Thursday, 30 October 2008

2 Minute intro to Associated Types / Type Families

Type Families are an important recent addition to GHC which have been developed over the past couple of years (and indeed are still being developed). They promise to address some of the same issues addressed by functional dependencies whilst avoiding some of the nastier corner cases and allowing for a more solid theoretical underpinning and implementation.
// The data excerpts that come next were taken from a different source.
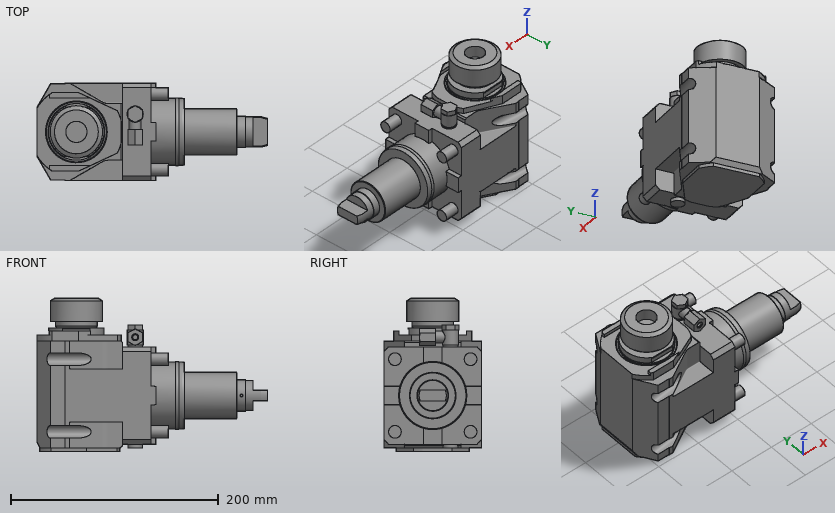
import cadquery as cq
import math


width = 94.0
half_width = width / 2
front_x = -38.0
block_end_x = 44.6
block_top = 52.5
block_bottom = -50.5
nose_width = 47.3
nose_half_width = nose_width / 2
nose_angle = 60
bottom_bevel_x = 2.7
bottom_bevel_z = 5.3
rear_top_bevel = 1.5
rear_bottom_bevel = 2.2
side_relief = 0.5
side_relief_end_x = -10.9

overcut = 11

band_half_height = 25.3
pocket_wall_y = 27.3
pocket_corner_x = 27.5
pocket_angle = 30
pocket_blend_radius = 11.0
pocket_floor_fillet = 0.9

screw_diameter = 12.2
screw_radius = screw_diameter / 2
screw_spacing_z = 70.0
screw_z = screw_spacing_z / 2
groove_start_x = -44.5
groove_start_y = 48.6
groove_end_x = 26.6
groove_end_y = 39.5

cover_radius = 44.5
cover_half_width = 37.7
cover_end_x = 43.3
cover_corner_x = 2.2
cover_angle = 25
cover_top = 58.4
rail_top = 62.2
rail_inner_y = 32.5
rail_start_x = -25.8

base_radius = 43.0
base_half_width = 35.3
base_end_x = 42.0
base_corner_x = 9.8
base_angle = 30
base_bottom = -54.0

collar_radius = 26.6
collar_foot_radius = 27.3
collar_foot_top = 58.2
collar_top = 65.0
collar_flat_y = 23.0
collar_lip_y = 23.8
collar_lip_height = 1.0
seal_groove_radius = 29.7
seal_groove_depth = 1.8
seal_groove_bevel = 0.9
neck_radius = 20.2
neck_foot_radius = 19.0
neck_taper_top = 66.8
nut_diameter = 50.5
nut_radius = nut_diameter / 2
nut_face_radius = 21.0
nut_bottom = 71.0
nut_top = 93.7
nut_bevel_height = 2.5
nut_bore_radius = 10.2
nut_bore_depth = 12.9

flange_end_x = 72.0
flange_bevel = 4.5
key_width = 18.0
key_end_x = 76.5
key_bevel_length = 2.0
key_bevel = 0.2
key_inner = 31.0
screw_y = 36.5
screw_end_x = 88.5

pilot_radius = 32.5
pilot_end_x = 104.0
pilot_bevel_length = 2.0
pilot_bevel = 0.5
ring_start_x = 95.2
ring_end_x = 98.5
ring_radius = 32.9
shaft_radius = 22.5
shaft_end_x = 154.7
shaft_bevel = 0.7
journal_diameter = 30.5
journal_radius = journal_diameter / 2
journal_end_x = 162.7
tang_radius = 14.7
tang_shoulder_x = 170.3
tang_taper_x = 178.0
tang_end_radius = 13.0
tang_end_x = 184.0
tang_half_thickness = 5.0
pin_x = 159.0
pin_radius = 1.3
pin_depth = 2.2

fitting_x = 56.5
fitting_y = 17.0
hex_flats = 14.2
head_top = 68.0
ring_top = 63.0
ring_bottom = 48.8
banjo_radius = 7.8
washer_radius = 7.0
nozzle_z = 56.2
nozzle_stem_radius = 5.8
nozzle_hex_y = 2.5
nozzle_tip_y = -12.7
nozzle_bore_radius = 2.5
nozzle_countersink = 0.9
plug_bottom = -50.6


def box(x0, x1, y0, y1, z0, z1):
    """Box given by its limits along each axis."""
    return cq.Workplane("XY").box(x1 - x0, y1 - y0, z1 - z0, centered=False).translate((x0, y0, z0))


def disc(radius, z0, z1, x=0, y=0):
    """Upright cylinder between two heights."""
    return cq.Workplane("XY", origin=(x, y, z0)).circle(radius).extrude(z1 - z0)


def hexagon(plane, origin, length):
    """Hexagonal prism with two flats facing along X."""
    corner_diameter = hex_flats / math.cos(math.pi / 6)
    prism = cq.Workplane("XY").polygon(6, corner_diameter).extrude(length)
    prism = prism.rotate((0, 0, 0), (0, 0, 1), 30)
    if plane == "XZ":
        prism = prism.rotate((0, 0, 0), (1, 0, 0), 90)
    return prism.translate(origin)


def both_sides(body):
    """The body together with its mirror image across the XZ plane."""
    return body.union(body.mirror("XZ"))


def make_block():
    nose_x = front_x + (half_width - nose_half_width) / math.tan(math.radians(nose_angle))
    side = [
        (front_x, block_top),
        (block_end_x - rear_top_bevel, block_top),
        (block_end_x, block_top - rear_top_bevel),
        (block_end_x, block_bottom + rear_bottom_bevel),
        (block_end_x - rear_bottom_bevel, block_bottom),
        (front_x + bottom_bevel_x, block_bottom),
        (front_x, block_bottom + bottom_bevel_z),
    ]
    block = cq.Workplane("XZ").polyline(side).close().extrude(half_width, both=True)
    plan = [
        (front_x, nose_half_width),
        (nose_x, half_width),
        (block_end_x, half_width),
        (block_end_x, -half_width),
        (nose_x, -half_width),
        (front_x, -nose_half_width),
    ]
    height = block_top - block_bottom
    block = block.intersect(
        cq.Workplane("XY", origin=(0, 0, block_bottom)).polyline(plan).close().extrude(height)
    )
    relief = box(front_x, side_relief_end_x, half_width - side_relief, half_width + overcut,
                 block_bottom, block_top)
    return block.cut(both_sides(relief))


def make_pockets():
    """Cutters for the four corner pockets, rounded where wall and floor meet."""
    outer_y = half_width + overcut
    start_x = pocket_corner_x - (outer_y - pocket_wall_y) / math.tan(math.radians(pocket_angle))
    plan = [
        (start_x, outer_y),
        (pocket_corner_x, pocket_wall_y),
        (block_end_x + overcut, pocket_wall_y),
        (block_end_x + overcut, outer_y),
    ]
    depth = block_top - band_half_height + overcut
    pocket = cq.Workplane("XY", origin=(0, 0, band_half_height)).polyline(plan).close().extrude(depth)
    wall_corner = cq.selectors.NearestToPointSelector(
        (pocket_corner_x, pocket_wall_y, band_half_height + depth / 2)
    )
    pocket = pocket.edges(wall_corner).fillet(pocket_blend_radius)
    wall_foot = cq.selectors.BoxSelector(
        (start_x, 0, 0),
        (block_end_x + overcut, outer_y - overcut / 2, band_half_height + overcut),
    )
    pocket = pocket.faces("<Z").edges(wall_foot).fillet(pocket_floor_fillet)
    pocket = pocket.intersect(box(start_x, block_end_x, 0, outer_y, 0, block_top + overcut))
    pockets = both_sides(pocket)
    return pockets.union(pockets.mirror("XY"))


def make_grooves():
    """Slanting U-shaped grooves that give access to the flange screws."""
    run_x = groove_end_x - groove_start_x
    run_y = groove_end_y - groove_start_y
    opening = [
        (groove_start_x, groove_start_y),
        (groove_end_x, groove_end_y),
        (groove_end_x, groove_start_y),
    ]
    grooves = cq.Workplane("XY")
    for z in (-screw_z, screw_z):
        floor = cq.Solid.makeCylinder(
            screw_radius,
            math.hypot(run_x, run_y),
            cq.Vector(groove_start_x, groove_start_y, z),
            cq.Vector(run_x, run_y, 0),
        )
        groove = cq.Workplane("XY", origin=(0, 0, z)).polyline(opening).close()
        groove = groove.extrude(screw_radius, both=True).union(cq.Workplane(floor))
        grooves = grooves.union(both_sides(groove))
    return grooves


def make_cover(radius, half_y, start_x, end_x, corner_x, angle, z0, z1):
    """Round plate trimmed by flat sides, flat ends and two sloped sides."""
    slope_end_x = corner_x + half_y / math.tan(math.radians(angle))
    trim = [
        (start_x, half_y),
        (corner_x, half_y),
        (slope_end_x, 0),
        (corner_x, -half_y),
        (start_x, -half_y),
    ]
    plate = cq.Workplane("XY", origin=(0, 0, z0)).polyline(trim).close().extrude(z1 - z0)
    plate = plate.intersect(disc(radius, z0, z1))
    return plate.intersect(box(start_x, end_x, -half_y, half_y, z0, z1))


def make_top_cover():
    outline = (cover_radius, cover_half_width, front_x, cover_end_x, cover_corner_x, cover_angle)
    plate = make_cover(*outline, block_top, cover_top)
    rails = make_cover(*outline, cover_top, rail_top)
    rail_zone = box(rail_start_x, cover_end_x, rail_inner_y, cover_half_width, cover_top, rail_top)
    rails = rails.intersect(both_sides(rail_zone))
    seal_groove = disc(seal_groove_radius, cover_top - seal_groove_depth, cover_top)
    seal_groove = seal_groove.faces("<Z").chamfer(seal_groove_bevel)
    return plate.union(rails).cut(seal_groove)


def make_spindle():
    lip_bottom = collar_top - collar_lip_height
    collar_foot = cover_top - seal_groove_depth
    r = collar_radius
    foot = disc(collar_foot_radius, collar_foot, collar_foot_top)
    collar = disc(r, collar_foot_top, lip_bottom).intersect(
        box(-r, r, -collar_flat_y, collar_flat_y, collar_foot_top, lip_bottom)
    )
    lip = disc(r, lip_bottom, collar_top).intersect(
        box(-r, r, -collar_lip_y, collar_lip_y, lip_bottom, collar_top)
    )
    profile = [
        (0, collar_foot),
        (neck_foot_radius, collar_foot),
        (neck_foot_radius, collar_top),
        (neck_radius, neck_taper_top),
        (neck_radius, nut_bottom),
        (nut_radius, nut_bottom),
        (nut_radius, nut_top - nut_bevel_height),
        (nut_face_radius, nut_top),
        (0, nut_top),
    ]
    nut = cq.Workplane("XZ").polyline(profile).close().revolve(360, (0, 0, 0), (0, 1, 0))
    bore = disc(nut_bore_radius, nut_top - nut_bore_depth, nut_top)
    return foot.union(collar).union(lip).union(nut).cut(bore)


def make_flange():
    flange = box(block_end_x, flange_end_x, -half_width, half_width, -half_width, half_width)
    flange = flange.edges("|X").chamfer(flange_bevel)
    half_key = key_width / 2
    key_profile = [
        (flange_end_x, half_key),
        (key_end_x - key_bevel_length, half_key),
        (key_end_x, half_key - key_bevel),
        (key_end_x, key_bevel - half_key),
        (key_end_x - key_bevel_length, -half_key),
        (flange_end_x, -half_key),
    ]
    key = cq.Workplane("XZ", origin=(0, half_width, 0)).polyline(key_profile).close()
    key = key.extrude(half_width - key_inner)
    for turn in range(4):
        flange = flange.union(key.rotate((0, 0, 0), (1, 0, 0), 90 * turn))
    corners = [(y, z) for y in (-screw_y, screw_y) for z in (-screw_z, screw_z)]
    screws = cq.Workplane("YZ", origin=(flange_end_x, 0, 0)).pushPoints(corners)
    return flange.union(screws.circle(screw_radius).extrude(screw_end_x - flange_end_x))


def make_shank():
    shank = (
        cq.Workplane("XY")
        .moveTo(flange_end_x, 0)
        .lineTo(flange_end_x, pilot_radius)
        .lineTo(ring_start_x, pilot_radius)
        .threePointArc(((ring_start_x + ring_end_x) / 2, ring_radius), (ring_end_x, pilot_radius))
        .lineTo(pilot_end_x - pilot_bevel_length, pilot_radius)
        .lineTo(pilot_end_x, pilot_radius - pilot_bevel)
        .lineTo(pilot_end_x, shaft_radius)
        .lineTo(shaft_end_x - shaft_bevel, shaft_radius)
        .lineTo(shaft_end_x, shaft_radius - shaft_bevel)
        .lineTo(shaft_end_x, journal_radius)
        .lineTo(journal_end_x, journal_radius)
        .lineTo(journal_end_x, tang_radius)
        .lineTo(tang_taper_x, tang_radius)
        .lineTo(tang_end_x, tang_end_radius)
        .lineTo(tang_end_x, 0)
        .close()
        .revolve(360, (0, 0, 0), (1, 0, 0))
    )
    above_tang = box(tang_shoulder_x, tang_end_x, -tang_radius, tang_radius,
                     tang_half_thickness, tang_radius)
    pin_hole = cq.Workplane("XZ", origin=(pin_x, -journal_radius + pin_depth, 0))
    pin_hole = pin_hole.circle(pin_radius).extrude(pin_depth)
    return shank.cut(above_tang).cut(above_tang.mirror("XY")).cut(pin_hole)


def make_fitting():
    """Banjo fitting with a hexagonal nozzle pointing to -Y, and the plug under the flange."""
    center = (fitting_x, fitting_y)
    fitting = disc(washer_radius, half_width, ring_bottom, *center)
    fitting = fitting.union(disc(banjo_radius, ring_bottom, ring_top, *center))
    fitting = fitting.union(hexagon("XY", (*center, ring_top), head_top - ring_top))
    stem = cq.Workplane("XZ", origin=(fitting_x, fitting_y, nozzle_z))
    fitting = fitting.union(stem.circle(nozzle_stem_radius).extrude(fitting_y - nozzle_hex_y))
    nozzle_length = nozzle_hex_y - nozzle_tip_y
    nozzle_origin = (fitting_x, nozzle_hex_y, nozzle_z)
    fitting = fitting.union(hexagon("XZ", nozzle_origin, nozzle_length))
    bore = cq.Workplane("XZ", origin=nozzle_origin).circle(nozzle_bore_radius).extrude(nozzle_length)
    countersink_radius = nozzle_bore_radius + nozzle_countersink
    countersink = cq.Solid.makeCone(
        countersink_radius,
        nozzle_bore_radius,
        nozzle_countersink,
        cq.Vector(fitting_x, nozzle_tip_y, nozzle_z),
        cq.Vector(0, 1, 0),
    )
    bore = bore.union(cq.Workplane(countersink))
    plug = disc(washer_radius, plug_bottom, -half_width, *center)
    return fitting.cut(bore).union(plug)


housing = make_block().cut(make_pockets()).cut(make_grooves())
base = make_cover(base_radius, base_half_width, front_x + bottom_bevel_x, base_end_x,
                  base_corner_x, base_angle, base_bottom, block_bottom)
result = housing.union(base)
for piece in (make_top_cover(), make_spindle(), make_flange(), make_shank(), make_fitting()):
    result = result.union(piece)

There is a lot of material available on Type Families, in fact it seemed somewhat bewildering to me initially. There doesn't seem to be an "idiot's guide" overview - so that's what this post attempts to do - to provide a just enough background to help you work out which papers etc you want to read next.

Terminology and Syntax

The thing to note is that there are essentially four different concepts, each of which have a couple of different terms for them:

Associated (Data) Type
class ArrayElem e where
data Array e
index :: Array e -> Int -> e

instance ArrayElem Int where
data Array Int = IntArray UIntArr
index (IntArray a) i = ...
Associated (Type) Synonym
class Collection c where
type Elem c
insert :: Elem c -> c -> c

instance Eq e => Collection [e] where
type Elem [e] = e
...
Data (Type) Family
data family Array e

data instance Array Int = IntArray UIntArr

data instance Array Char = MyCharArray a b
(Type) Synonym Family
type family Elem c

type instance Elem [e] = e

type instance Elem BitSet = Char


Associated or Family?


The first "axis" of categorization is "Associated" vs "Family". The "Associated ..." variants (which were invented first) are those which are declared inside a standard typeclass declaration, the "... Family" variants are stand-alone, top-level, use the "family" keyword and were invented a year or so later. The Family variants (collectively known as Type Families) are strict generalizations of the associated ones, and the associated ones are simple syntactic sugar for the family variants.


Data or Type Synonym?


The other "axis" of categorization is "Data" vs "Type Synonym". This distinction mirrors that of normal Haskell "data" and "type" declarations. The key point is that associated data types and data families let you create a bijection (ie one-to-one mapping) from source type to destination type. Associated type synonyms and synonym families on the other hand allow you to map two different souce types onto the same destination type. The best reference for more details on the difference is the first part of section 7 of the "Associated Type Synonyms" paper.


Equality Constraints
The final piece of syntax allows us to assert type-level equalities using the above:

sumCollection :: (Collection c, Elem c ~ Int) => c -> Int
sumCollection c = sum (toList c)

This (as with the other examples) is slightly modified from one of the papers - in this case the "Associated Type Synonyms" paper where the syntax uses "=" rather than the "~" which was ultimately used.


Compatability
Many of the above features are actually available in the GHC 6.8 branch but they are only really supported under 6.10 onwards. (I understand that the main reason the code is in 6.8 at all is to facilitate merging of other, unrelated fixes between those branches). I've had success with both kinds of associated types under 6.8 but ran into problems using equality constraints.